━━ SOURCE DATA

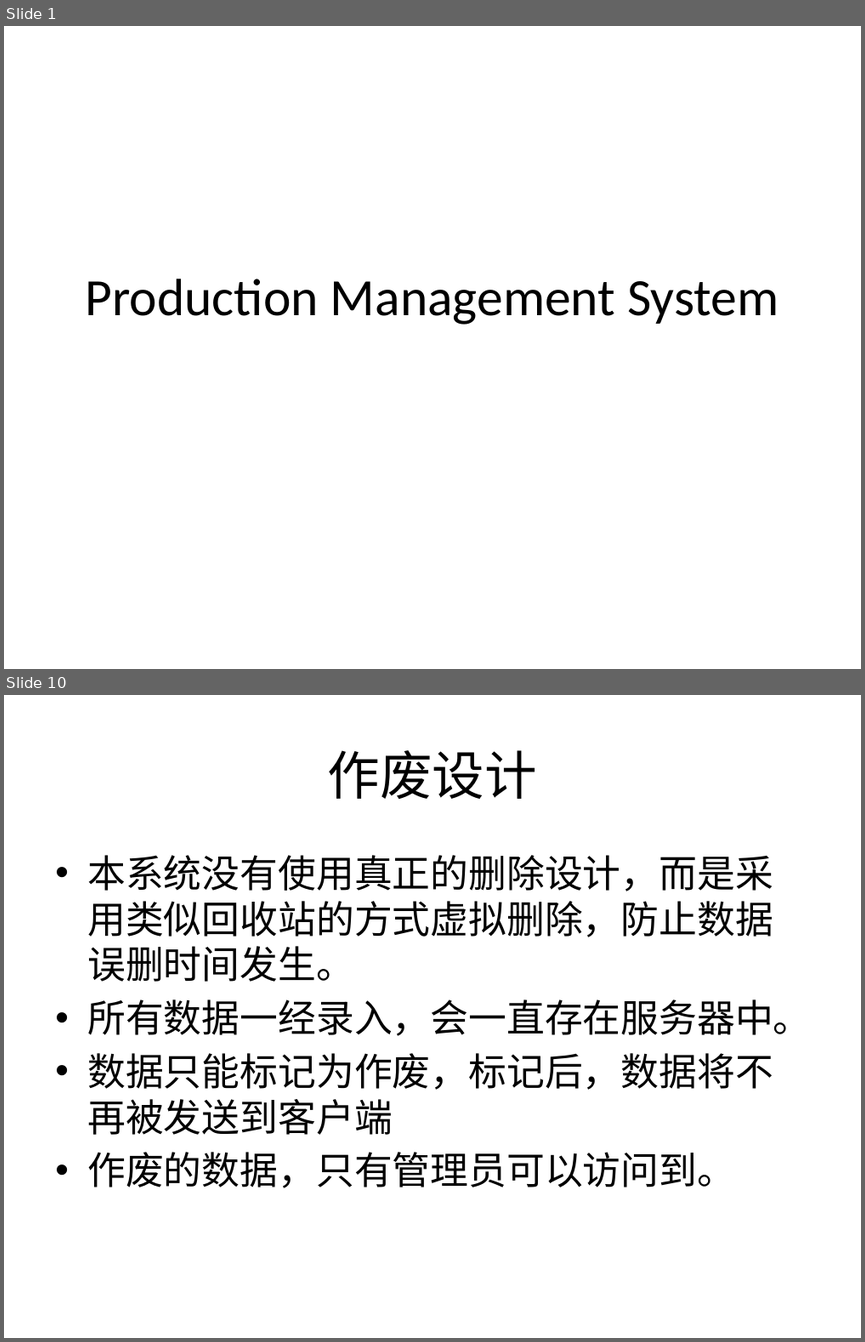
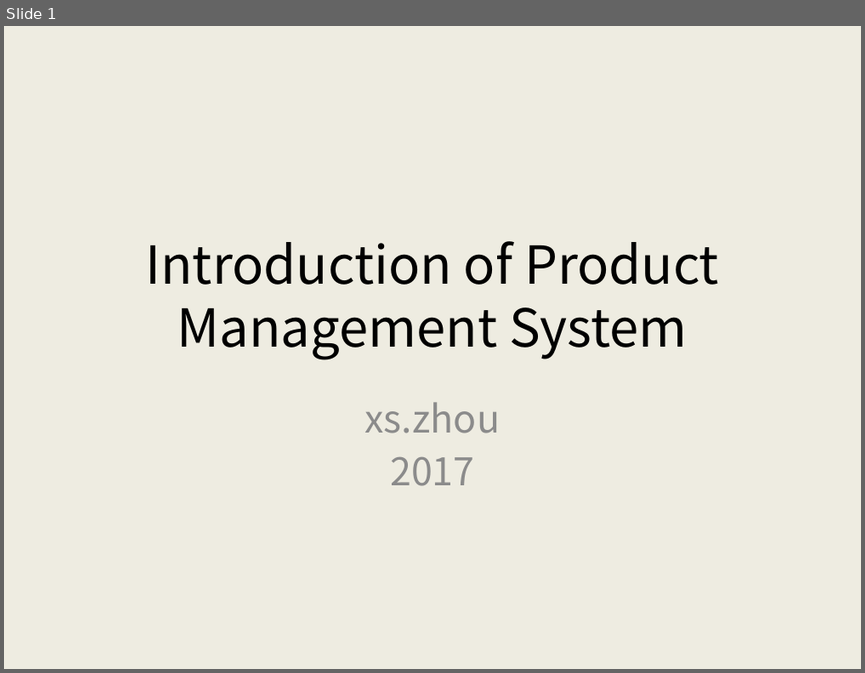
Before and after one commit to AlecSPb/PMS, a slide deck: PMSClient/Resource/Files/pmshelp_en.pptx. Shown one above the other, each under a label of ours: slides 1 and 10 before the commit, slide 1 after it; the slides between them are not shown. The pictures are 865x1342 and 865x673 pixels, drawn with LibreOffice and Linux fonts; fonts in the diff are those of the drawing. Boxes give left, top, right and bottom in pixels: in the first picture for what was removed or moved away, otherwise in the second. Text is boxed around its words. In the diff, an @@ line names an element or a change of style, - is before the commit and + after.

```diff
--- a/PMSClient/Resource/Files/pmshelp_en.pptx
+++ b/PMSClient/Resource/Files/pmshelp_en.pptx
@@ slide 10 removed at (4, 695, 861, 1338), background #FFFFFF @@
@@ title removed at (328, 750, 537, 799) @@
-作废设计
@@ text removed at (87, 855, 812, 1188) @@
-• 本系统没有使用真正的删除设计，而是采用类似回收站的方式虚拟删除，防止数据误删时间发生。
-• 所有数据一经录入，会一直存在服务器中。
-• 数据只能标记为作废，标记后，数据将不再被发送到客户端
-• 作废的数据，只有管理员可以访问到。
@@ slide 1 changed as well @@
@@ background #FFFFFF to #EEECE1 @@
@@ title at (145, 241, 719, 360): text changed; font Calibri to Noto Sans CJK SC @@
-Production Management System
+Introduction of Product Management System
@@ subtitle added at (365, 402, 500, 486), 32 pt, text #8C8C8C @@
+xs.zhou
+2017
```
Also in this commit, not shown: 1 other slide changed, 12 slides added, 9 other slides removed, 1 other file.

━━━━

> _WORK INSTRUCTION_
Every line of the data should be copied as it stands, without the images.

> _ANSWER_
Before and after one commit to AlecSPb/PMS, a slide deck: PMSClient/Resource/Files/pmshelp_en.pptx. Shown one above the other, each under a label of ours: slides 1 and 10 before the commit, slide 1 after it; the slides between them are not shown. The pictures are 865x1342 and 865x673 pixels, drawn with LibreOffice and Linux fonts; fonts in the diff are those of the drawing. Boxes give left, top, right and bottom in pixels: in the first picture for what was removed or moved away, otherwise in the second. Text is boxed around its words. In the diff, an @@ line names an element or a change of style, - is before the commit and + after.

```diff
--- a/PMSClient/Resource/Files/pmshelp_en.pptx
+++ b/PMSClient/Resource/Files/pmshelp_en.pptx
@@ slide 10 removed at (4, 695, 861, 1338), background #FFFFFF @@
@@ title removed at (328, 750, 537, 799) @@
-作废设计
@@ text removed at (87, 855, 812, 1188) @@
-• 本系统没有使用真正的删除设计，而是采用类似回收站的方式虚拟删除，防止数据误删时间发生。
-• 所有数据一经录入，会一直存在服务器中。
-• 数据只能标记为作废，标记后，数据将不再被发送到客户端
-• 作废的数据，只有管理员可以访问到。
@@ slide 1 changed as well @@
@@ background #FFFFFF to #EEECE1 @@
@@ title at (145, 241, 719, 360): text changed; font Calibri to Noto Sans CJK SC @@
-Production Management System
+Introduction of Product Management System
@@ subtitle added at (365, 402, 500, 486), 32 pt, text #8C8C8C @@
+xs.zhou
+2017
```
Also in this commit, not shown: 1 other slide changed, 12 slides added, 9 other slides removed, 1 other file.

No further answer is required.